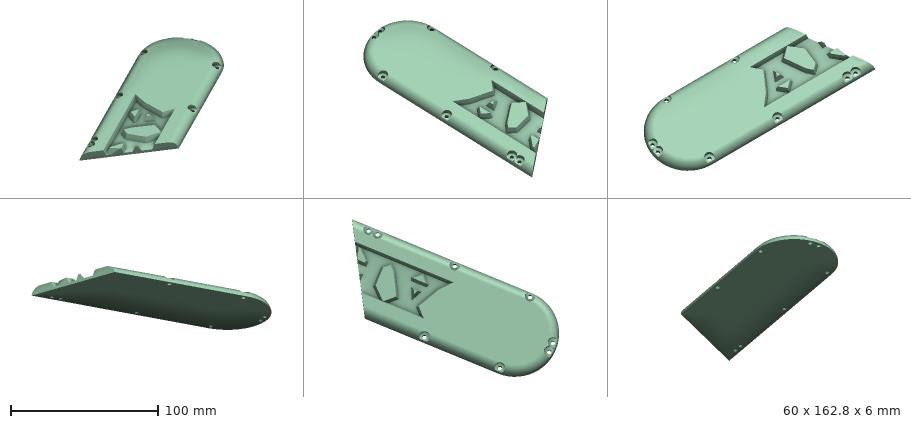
import cadquery as cq
import math

length = 162.8
width = 60.0
height = 6.0
half_width = width / 2
foot_y = half_width - length
foot_angle = 30.0
edge_inset = 6.7

hole_diameter = 3.0
seat_diameter = 7.0
seat_z = 3.0
hole_inset = 3.5
hole_spacing = 6.7
middle_hole_y = -55.5
lower_hole_y = -112.3

pocket_floor_z = 2.0
pocket_depth = height - pocket_floor_z
wall_run = 1.6
draft_angle = math.degrees(math.atan(wall_run / pocket_depth))
pocket_left = -15.5
pocket_right = 15.6
beyond_foot_y = foot_y - 8.1

pocket_outline = [
    (pocket_left, beyond_foot_y),
    (pocket_left, -51.6),
    (-6.7, -59.1),
    (9.0, -67.2),
    (pocket_right, -60.5),
    (pocket_right, beyond_foot_y),
]

upper_row_y = -73.5
lower_row_top = -110.9
arrow_outline = [
    (-14.2, upper_row_y),
    (-8.0, upper_row_y + 6.7),
    (-5.9, upper_row_y + 5.7),
    (-5.9, upper_row_y - 5.7),
    (-8.0, upper_row_y - 6.7),
]
triangle_outline = [
    (-2.0, upper_row_y + 3.9),
    (6.3, upper_row_y),
    (-2.0, upper_row_y - 3.9),
]
large_outline = [
    (-12.2, -95.5),
    (-7.0, -90.7),
    (9.0, -81.9),
    (17.5, -90.8),
    (7.7, -101.5),
    (-7.2, -101.5),
]
lower_left_outline = [
    (-14.0, -118.5),
    (-6.8, lower_row_top),
    (-3.1, lower_row_top),
    (-3.1, -119.7),
    (-14.0, -122.5),
]
lower_right_outline = [
    (2.1, lower_row_top),
    (16.3, lower_row_top),
    (2.1, -123.7),
]
island_outlines = [
    arrow_outline,
    triangle_outline,
    large_outline,
    lower_left_outline,
    lower_right_outline,
]


def half_section():
    """Half cross-section in XZ; the border is an arc that meets the top face smoothly."""
    arc_radius = (edge_inset**2 + height**2) / (2 * height)
    arc_x = half_width - edge_inset
    arc_z = height - arc_radius
    middle_angle = (math.pi / 2 + math.atan2(-arc_z, edge_inset)) / 2
    arc_middle = (
        arc_x + arc_radius * math.cos(middle_angle),
        arc_z + arc_radius * math.sin(middle_angle),
    )
    return (
        cq.Workplane("XZ")
        .lineTo(half_width, 0)
        .threePointArc(arc_middle, (arc_x, height))
        .lineTo(0, height)
        .close()
    )


def plate():
    right_half = half_section().extrude(-foot_y)
    strip = right_half.union(right_half.mirror("YZ"))
    round_end = half_section().revolve(360, (0, 0), (0, 1))
    foot_right_y = foot_y + width * math.tan(math.radians(foot_angle))
    foot_waste = (
        cq.Workplane("XY")
        .polyline([(-half_width, foot_y), (half_width, foot_right_y), (half_width, foot_y)])
        .close()
        .extrude(height)
    )
    return strip.union(round_end).cut(foot_waste)


def screw_cutter(x, y):
    """Through hole and the round seat above it."""
    hole = cq.Workplane("XY").circle(hole_diameter / 2).extrude(height)
    seat = cq.Workplane("XY").workplane(offset=seat_z).circle(seat_diameter / 2).extrude(height)
    return hole.union(seat).translate((x, y))


def pocket_cutter():
    pocket = (
        cq.Workplane("XY")
        .workplane(offset=height)
        .polyline(pocket_outline)
        .close()
        .extrude(-pocket_depth, taper=draft_angle)
    )
    for outline in island_outlines:
        island = (
            cq.Workplane("XY")
            .workplane(offset=pocket_floor_z)
            .polyline(outline)
            .close()
            .extrude(pocket_depth, taper=draft_angle)
        )
        pocket = pocket.cut(island)
    return pocket


hole_line = half_width - hole_inset
left_hole_ys = [0, middle_hole_y, lower_hole_y, lower_hole_y - hole_spacing]
right_hole_ys = [0, middle_hole_y]
end_hole_xs = [-hole_spacing / 2, hole_spacing / 2]

screw_places = [(-hole_line, y) for y in left_hole_ys]
screw_places += [(hole_line, y) for y in right_hole_ys]
screw_places += [(x, hole_line) for x in end_hole_xs]

result = plate().cut(pocket_cutter())
for x, y in screw_places:
    result = result.cut(screw_cutter(x, y))

******************************

Your answer must be the line with "right_hole_ys = [0, middle_hole_y]" and all lines after it through the final line of the entries, copied exactly and with nothing added.

right_hole_ys = [0, middle_hole_y]
end_hole_xs = [-hole_spacing / 2, hole_spacing / 2]

screw_places = [(-hole_line, y) for y in left_hole_ys]
screw_places += [(hole_line, y) for y in right_hole_ys]
screw_places += [(x, hole_line) for x in end_hole_xs]

result = plate().cut(pocket_cutter())
for x, y in screw_places:
    result = result.cut(screw_cutter(x, y))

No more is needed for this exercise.